CSL Notebook Topic
To VoiceInterest  Date September 12, 1983 3:57 pm
From Dan Swinehart  Location PARC
Subject "Cedar Voice"  Organization CSL
Release as [Indigo]<CSL—Notebook>SomethingOrOther.
Came from
 [Indigo]<Voice>Documentation>CedarVoice.tioga
Last editedby Dan Swinehart
Abstract This note describes a design for a programmer's interface to the Etherphone system. Its primary goal is to keep things simple, so that people will actually use it. A secondary goal is to make as many features of the Etherphone system available as possible without violating the primary goal. These features include simple placement (and possibly answering) of interactive telephone calls, the generation of various simple kinds of noises (mostly beeps), and a fairly extensive set of capabilities for manipulating recorded voice.
Introduction
The Etherphone system [GlobeCom] combines a conventional telephone system with a number of unconventional (or at least uncommon) features, including editable recorded voice segments, and including flexible workstation control of all of the above. The hardware and the software architecture are interesting, but not here. (The reference gives an overview; the details have never been coherently recorded.)
Audio is inherently more one-dimensional than visio. Although people can in principle hear many independent noises, they have trouble making sense out of more than one of them at a time. Besides that, it's temporal: a noise has to be going by before you can hear it -- and then it's gone unless you play it again. Compared with aspects of our two-dimensional multi-viewer Cedar applications, these attributes place limits on the ways in which voice-related devices can be used. As usual, limits lead to complications. The control of the Etherphone system is quite complicated. This digression is intended as rationale for the decisions revealed in the next paragraph.
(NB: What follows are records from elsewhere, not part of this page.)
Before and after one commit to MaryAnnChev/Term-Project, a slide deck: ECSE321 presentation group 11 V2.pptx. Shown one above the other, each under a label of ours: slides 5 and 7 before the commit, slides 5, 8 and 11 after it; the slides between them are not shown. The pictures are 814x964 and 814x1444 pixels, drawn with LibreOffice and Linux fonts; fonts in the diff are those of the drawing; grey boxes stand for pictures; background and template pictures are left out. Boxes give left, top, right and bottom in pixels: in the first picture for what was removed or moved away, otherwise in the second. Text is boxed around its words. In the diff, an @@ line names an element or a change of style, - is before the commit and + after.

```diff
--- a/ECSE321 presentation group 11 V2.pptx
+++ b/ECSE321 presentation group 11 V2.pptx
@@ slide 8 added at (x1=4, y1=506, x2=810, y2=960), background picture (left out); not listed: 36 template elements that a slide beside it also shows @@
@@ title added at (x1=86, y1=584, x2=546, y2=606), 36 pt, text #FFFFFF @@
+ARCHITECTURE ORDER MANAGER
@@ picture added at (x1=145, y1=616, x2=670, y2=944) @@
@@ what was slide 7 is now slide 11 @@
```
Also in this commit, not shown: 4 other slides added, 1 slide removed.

From the start, it has been our intent to provide an interface to the voice-related services that would allow programmers to add voice (and other noises) to their applications. It is still our intent. This documentation is a preliminary design for such an interface. This design divides fairly naturally into several (presently five) components. The interface provides access to nearly all the underlying capabilities of some of these components, while severely restricting others. Generally, the restrictions apply to the heavy-duty interactive telephone functions, whose full generality we haven't really figured out how to accomplish yet. (The interface described here supports the placement of simple calls, by name or number, but doesn't get into the hairy conferencing, forwarding, call-holding, and call-filtering domains.) The remaining features are, however, compatible with the versions of the hairy functions that we intend to supply as standard equipment. Fortunately, most of the potential clients I've talked to really want to do the other things anyway: play tunes, record and replay voice, edit these recordings, annotate documents, and generally fling little snippets of noise about. That stuff is pretty well worked out in the interface.
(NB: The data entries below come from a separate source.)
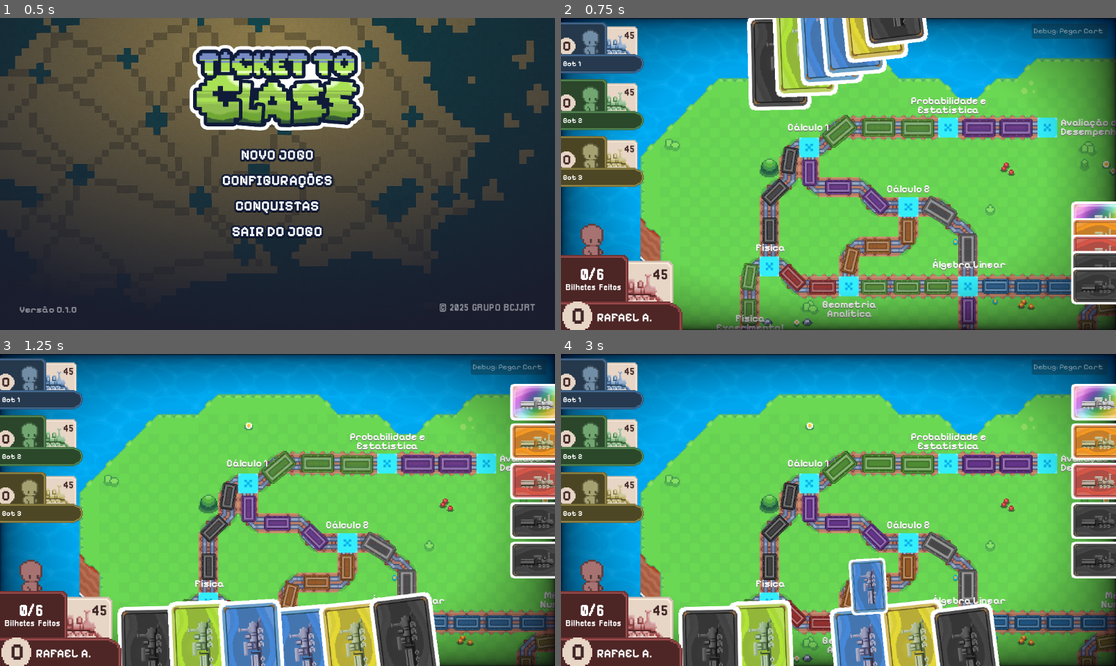
Above: before the commit, frames 1-4 (two rows, left to right).
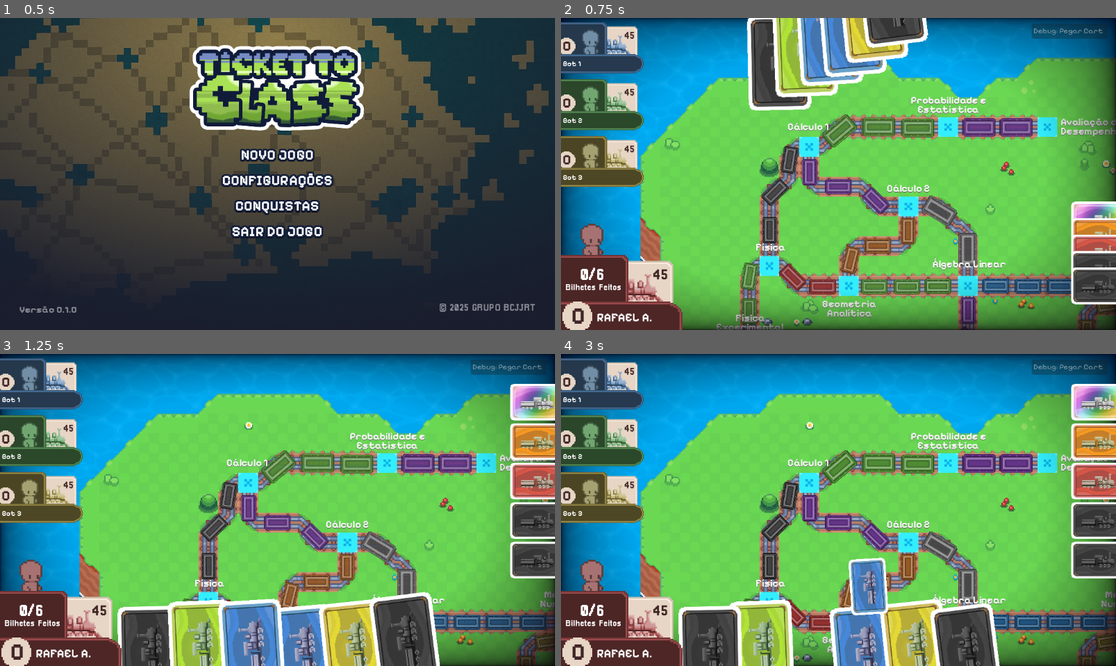
Above: after the commit, the same moments.

Repository: rafaamparo/ticket-to-ride-es2
Game: Godot game, scene res://scenes/main_menu.tscn
The game is run twice, just before and just after one commit, with the same random seed, the same clock (stepped at 60 frames per second) and the same inputs.
Inputs (mouse positions are in pixels of both pictures, inside the frame that each line leads up to):
- Up to frame 1 (0.5 s): no input
- Up to frame 2 (0.75 s): tap Enter at 0.5 s; drag from (838, 155) to (894, 105) at 0.52 s
- Up to frame 3 (1.25 s): no input
- Up to frame 4 (3 s): tap Space at 1.25 s; drag from (710, 653) to (866, 653) at 1.27 s; move the mouse to (760, 647) at 2.02 s; click (760, 647) at 2.17 s; drag from (810, 647) to (977, 463) at 2.77 s

Frame 1 is identical in both runs. In frame 2, 4.9% of the frame differs, in the area x 2-100%, y 0-100%; in frame 3, 3.8%; in frame 4, 4.1%.

Commit message:
feat: Primeiros testes do sistema de câmera para captura de rotas

Diff:
--- a/game_assets/classes/jogador.gd
+++ b/game_assets/classes/jogador.gd
@@ -43,3 +43,40 @@
 	if (obterCoringas):
 		cartas_mesma_cor.sort_custom(custom_sort_func)
 	return cartas_mesma_cor
+
+
+func capturarRotaBot(trilha_selecionada: TrilhaVagao, camera: Camera2D, gerenciadorDeFluxoRef: GerenciadorDeFluxo) -> void:
+	if (!isBot): return;
+
+	if trilha_selecionada and not trilha_selecionada.vagoes_array.is_empty():
+		var vagoes = trilha_selecionada.vagoes_array
+		var middle_vagao = vagoes[int(vagoes.size() / 2)]
+
+		if camera and camera.has_method("tween_to"):
+			# This value is from player_camera.gd. It's not ideal to have it here,
+			# but it's needed to correctly calculate the camera's target position.
+			var system_offset := Vector2(576.0, 324.0)
+			var correction = -system_offset / camera.zoom.x
+			var target_position = middle_vagao.global_position + correction
+
+			# The last parameter is the zoom level. 1.5 means 1.5x zoom.
+			await camera.tween_to(target_position, 1.0)
+
+			var cena_carta = preload("res://game_assets/game_scene/object_scenes/game_card_scene.tscn")
+			var carta_instance = cena_carta.instantiate()
+			carta_instance.card_index = 7
+			carta_instance.position =  Vector2(middle_vagao.global_position[0] - 450, 200) # Adjust position above the middle vagao
+			carta_instance.scale = Vector2(0.9, 0.9) # Adjust scale for visibility
+			carta_instance.z_index = 1000 # Ensure it appears above
+
+			# Add the card instance to the scene tree
+			gerenciadorDeFluxoRef.add_child(carta_instance)
+
+			# animate the card going to the middle vagao, then, after the animation, reduce the card size to 0 and remove it
+			var tween = carta_instance.create_tween()
+			tween.set_ease(Tween.EASE_IN)
+			tween.set_parallel(true)
+			tween.tween_property(carta_instance, "position", middle_vagao.global_position + Vector2(0, -20), 0.5)
+			tween.tween_property(carta_instance, "scale", Vector2(0, 0), 0.75).finished.connect(func():
+				carta_instance.queue_free()
+			)
--- a/game_assets/game_scene/object_scenes/game_card.gd
+++ b/game_assets/game_scene/object_scenes/game_card.gd
@@ -29,7 +29,8 @@
 	pass
 
 func conectarDetectoresDeMovimento() -> void:
-	get_parent().connect_card_signals(self)
+	if (get_parent().has_method("connect_card_signals")):
+		get_parent().connect_card_signals(self)
 
 func desconectarDetectoresDeMovimento() -> void:
 	get_parent().disconnect_card_signals(self)
--- a/game_assets/game_scene/object_scenes/player_camera.gd
+++ b/game_assets/game_scene/object_scenes/player_camera.gd
@@ -4,7 +4,7 @@
 # SYSTEM_OFFSET is the observed error in the view when zoom is 1.0.
 # For example, if view is shifted left by 576 and up by 325, error is (-576, -325).
 # The correction applied will be -SYSTEM_OFFSET / current_zoom_scalar.
-const SYSTEM_OFFSET := Vector2(576.0, 325.0)
+const SYSTEM_OFFSET := Vector2(576.0, 324.0)
 # .
 # .
 # Zoom parameters
@@ -15,6 +15,7 @@
 
 # Panning parameters
 var is_panning := false
+var is_tweening := false
 
 func _ready() -> void:
 	# Calculate min_zoom_scalar to ensure camera view doesn't exceed map size
@@ -50,6 +51,9 @@
 
 
 func _input(event: InputEvent) -> void:
+	if is_tweening:
+		return
+
 	if event is InputEventMouseButton:
 		# --- Zooming Logic ---
 		if event.is_pressed():
@@ -109,6 +113,9 @@
 
 
 func _process(_delta: float) -> void:
+	if is_tweening:
+		return
+
 	# Clamp camera's global_position to stay within map boundaries
 	var viewport_size = get_viewport_rect().size
 
@@ -128,18 +135,44 @@
 
 	var current_correction_scaled = -SYSTEM_OFFSET / current_zoom_scalar if current_zoom_scalar != 0 else Vector2.ZERO
 	var current_true_logical_center = self.global_position - current_correction_scaled
+
+	# Clamp the camera's position to stay within the map bounds
 	var new_clamped_true_logical_center = current_true_logical_center
-
-	# If view is wider than map (due to aspect ratio and zoom limits), center it on map's X
 	if min_cam_pos_x > max_cam_pos_x:
 		new_clamped_true_logical_center.x = MAP_SIZE.x / 2.0
 	else:
 		new_clamped_true_logical_center.x = clamp(current_true_logical_center.x, min_cam_pos_x, max_cam_pos_x)
 
-	# If view is taller than map, center it on map's Y
 	if min_cam_pos_y > max_cam_pos_y:
 		new_clamped_true_logical_center.y = MAP_SIZE.y / 2.0
 	else:
 		new_clamped_true_logical_center.y = clamp(current_true_logical_center.y, min_cam_pos_y, max_cam_pos_y)
 
 	self.global_position = new_clamped_true_logical_center + current_correction_scaled
+
+func _set_tweening(value: bool) -> void:
+	is_tweening = value
+	# Also disable panning when a tween starts
+	if value:
+		is_panning = false
+
+func tween_to(target_position: Vector2, duration: float, target_zoom_level: float = -1.0):
+	var tween = create_tween()
+	# Make tweens parallel if we are changing zoom
+	if target_zoom_level > 0:
+		tween.set_parallel(true)
+
+	tween.tween_property(self, "global_position", target_position, duration).set_trans(Tween.TRANS_SINE).set_ease(Tween.EASE_IN_OUT)
+
+	if target_zoom_level > 0:
+		var new_clamped_zoom = clamp(target_zoom_level, min_zoom_scalar, max_zoom_scalar)
+		var target_zoom_vec = Vector2(new_clamped_zoom, new_clamped_zoom)
+		tween.tween_property(self, "zoom", target_zoom_vec, duration).set_trans(Tween.TRANS_SINE).set_ease(Tween.EASE_IN_OUT)
+
+	_set_tweening(true)
+	tween.finished.connect(func():
+		if target_zoom_level > 0:
+			current_zoom_scalar = clamp(target_zoom_level, min_zoom_scalar, max_zoom_scalar)
+		_set_tweening(false)
+	)
+	await tween.finished
--- a/scenes/gerenciador_de_trilhas.gd
+++ b/scenes/gerenciador_de_trilhas.gd
@@ -1,10 +1,13 @@
 class_name GerenciadorDeTrilhas extends Node2D
 
-
+var lista_trilhas: Array[TrilhaVagao] = []
 # Called when the node enters the scene tree for the first time.
 func _ready() -> void:
-	pass # Replace with function body.
-
+	for trilha_node in get_children():
+		if trilha_node is TrilhaVagao:
+			var trilha = trilha_node as TrilhaVagao
+			if is_instance_valid(trilha):
+				lista_trilhas.append(trilha)
 
 # Called every frame. 'delta' is the elapsed time since the previous frame.
 func _process(_delta: float) -> void: # Added underscore to delta
--- a/scenes/gui.gd
+++ b/scenes/gui.gd
@@ -21,5 +21,12 @@
 
 func _on_button_pressed() -> void:
 	#card_manager.gerarCartaAleatoria()
+
+	var trilhoSelecionado = $"../GerenciadorDeTrilhas/TrilhaVagao48"
+	var camera = $"../Camera2D"
+	var jogadorSelecionado = $"../GerenciadorDeFluxoJogo".lista_jogadores[2]
+	var gerenciadorDeFluxo = $"../GerenciadorDeFluxoJogo"
+
+	jogadorSelecionado.capturarRotaBot(trilhoSelecionado, camera, gerenciadorDeFluxo)
 	store_manager.adicionarCartaAleatoriaNaLoja()
 	pass # Replace with function body.
--- a/scripts/gerenciador_de_fluxo_jogo.gd
+++ b/scripts/gerenciador_de_fluxo_jogo.gd
@@ -1,4 +1,4 @@
-extends Node
+class_name GerenciadorDeFluxo extends Node
 
 const qtd_jogadores_bot: int = 3
 var lista_jogadores: Array[Jogador] = []

A comment on names: this set of functions has traditionally been dubbed "CedarVoice". It has a lot less to do with Cedar than it does with Voice. In form, it will resemble "GrapevineUser" more than anything, so maybe we should call it "ThrushUser" -- Thrush being the telephone control server that manages the whole system -- or "VoiceUser". Actually, since it's a client interface to the underlying system, "ThrushClient" or "VoiceClient" is a more reasonable sobriquet. The temptation is to stick to the alate appellations, call it "Turkey", and be done with it. This issue is clearly not yet decided, nor have I decided how many separate interfaces to supply; like "GrapevineUser", a separation by component may well make sense. In this document, I'll continue to use "CedarVoice."
CedarVoice Components (hard stuff last)
Interactive Calls
You can place a simple two-party call by name or telephone number, with a number of parameters controlling how hard to try, whether to try for an intercom call, whether to record the call, and so on. This either succeeds or fails. If it fails, you find out something about why, but can do little about it. These features are intended to be used in conjunction with existing Finch facilities for manually controlling telephone directories and telephone calls. Anything your program can do via CedarVoice, your user can undo via Finch. We intend to allow more control later, but not until we learn how to do each thing well in Finch.
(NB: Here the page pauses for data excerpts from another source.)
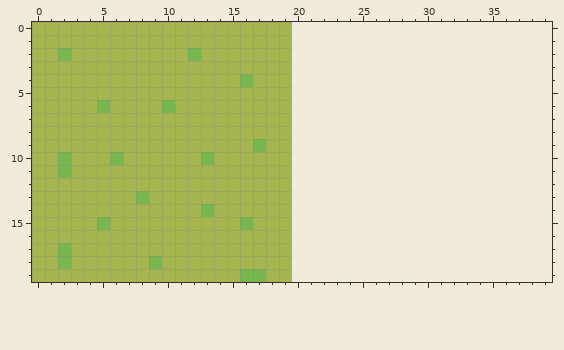
Pixel-art sprite -- modules/AW1/arts/plain.png. That is the earlier state.
The file is 20x20 pixels. The old version is drawn lined up with the new one, on the new canvas.
The result:
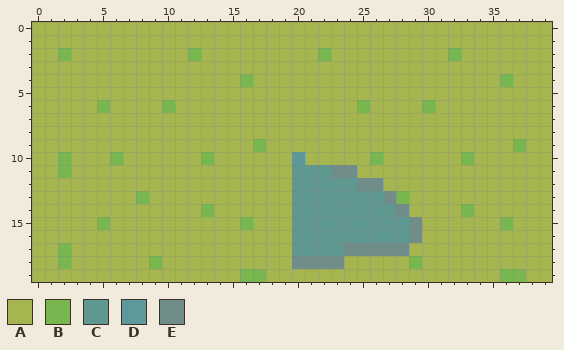
Palette (. is transparent): A #a5b650  B #78b650  C #5f9791  D #5d989b  E #718d8a
What changed:
canvas 20x20 -> 40x20
Changed rows in their new state; - is an unchanged pixel.
first column x 20:
 0 AAAAAAAAAAAAAAAAAAAA
 1 AAAAAAAAAAAAAAAAAAAA
 2 AABAAAAAAAAABAAAAAAA
 3 AAAAAAAAAAAAAAAAAAAA
 4 AAAAAAAAAAAAAAAABAAA
 5 AAAAAAAAAAAAAAAAAAAA
 6 AAAAABAAAABAAAAAAAAA
 7 AAAAAAAAAAAAAAAAAAAA
 8 AAAAAAAAAAAAAAAAAAAA
 9 AAAAAAAAAAAAAAAAABAA
10 DAAAAABAAAAAABAAAAAA
11 CCCEEAAAAAAAAAAAAAAA
12 CCCCCEEAAAAAAAAAAAAA
13 CCCCCCCEBAAAAAAAAAAA
14 CCCCCCCCEAAAABAAAAAA
15 CCCCCCCCCEAAAAAABAAA
16 CCCCCCCCCEAAAAAAAAAA
17 CCCCEEEEEAAAAAAAAAAA
18 EEEEAAAAABAAAAAAAAAA
19 AAAAAAAAAAAAAAAABBAA
Pixel boxes of the changes (left, top, right, bottom) in both pictures:
added: (292, 22, 552, 282)

The interface also includes some functions to allow a program to detect and answer or reject an incoming call. This is quite primitive, for a repeat of the above reasons.
Noises
A Lark can generate a tone comprising the sum of two sine waves with frequencies in the range from 0 to about 3500 Hz. If one of the frequencies is 0, a pure sine wave results. Thrush can direct the Lark to enqueue a number timed sequences of these tones, perhaps interspersed with timed sequences of silence. This is how Larks ring and make busy signals. The Noises component of CedarVoice makes these abilities available. The client can specify whether to beep if there's a call in progress or not, and if so, whether to let the other party hear the beeps. The interface includes two other forms of noise specification: Laurel mail tune format, and Mockingbird .music file format (precise interpretation TBD.) Maybe it will be hard to get the Mockingbird variety to work.
Noisy Text
We have one (1) speech synthesizer that turns text into respectably intelligible English. We intend to connect it to a dedicated Lark (Etherphone box), so that its output can be sent to any other Lark. This component of CedarVoice has functions that accept text and produce voice, again either overriding or deferring to ongoing interactive telephone calls.
Voice File Directory
This directory isn't really exactly a directory -- it's a Cypress database, thus considerably more wonderful. And it doesn't really catalog voice files, but more complex beasts known as voice ropes (see the last, hard stuff, section.) But the simple ones are like files: single, contiguous stored utterances. Each has a unique identifier (entity name), then some other information: type of entry (simple or complicated), type indicating intended use (Walnut voice message, piece of Tioga file, and so on), creator, dates, access privileges, encryption keys, and the like.
Voice Ropes
The operations that are needed to manipulate recorded voice form a superset of the operations provided by Cedar ROPEs. Operations such as Substr, Concat, Length, and Fetch make sense; creation by recording a stream of voice samples has its analog in IO.PutFR. (Use of Fetch, to obtain the actual values of individual voice samples, is expected to be rare.)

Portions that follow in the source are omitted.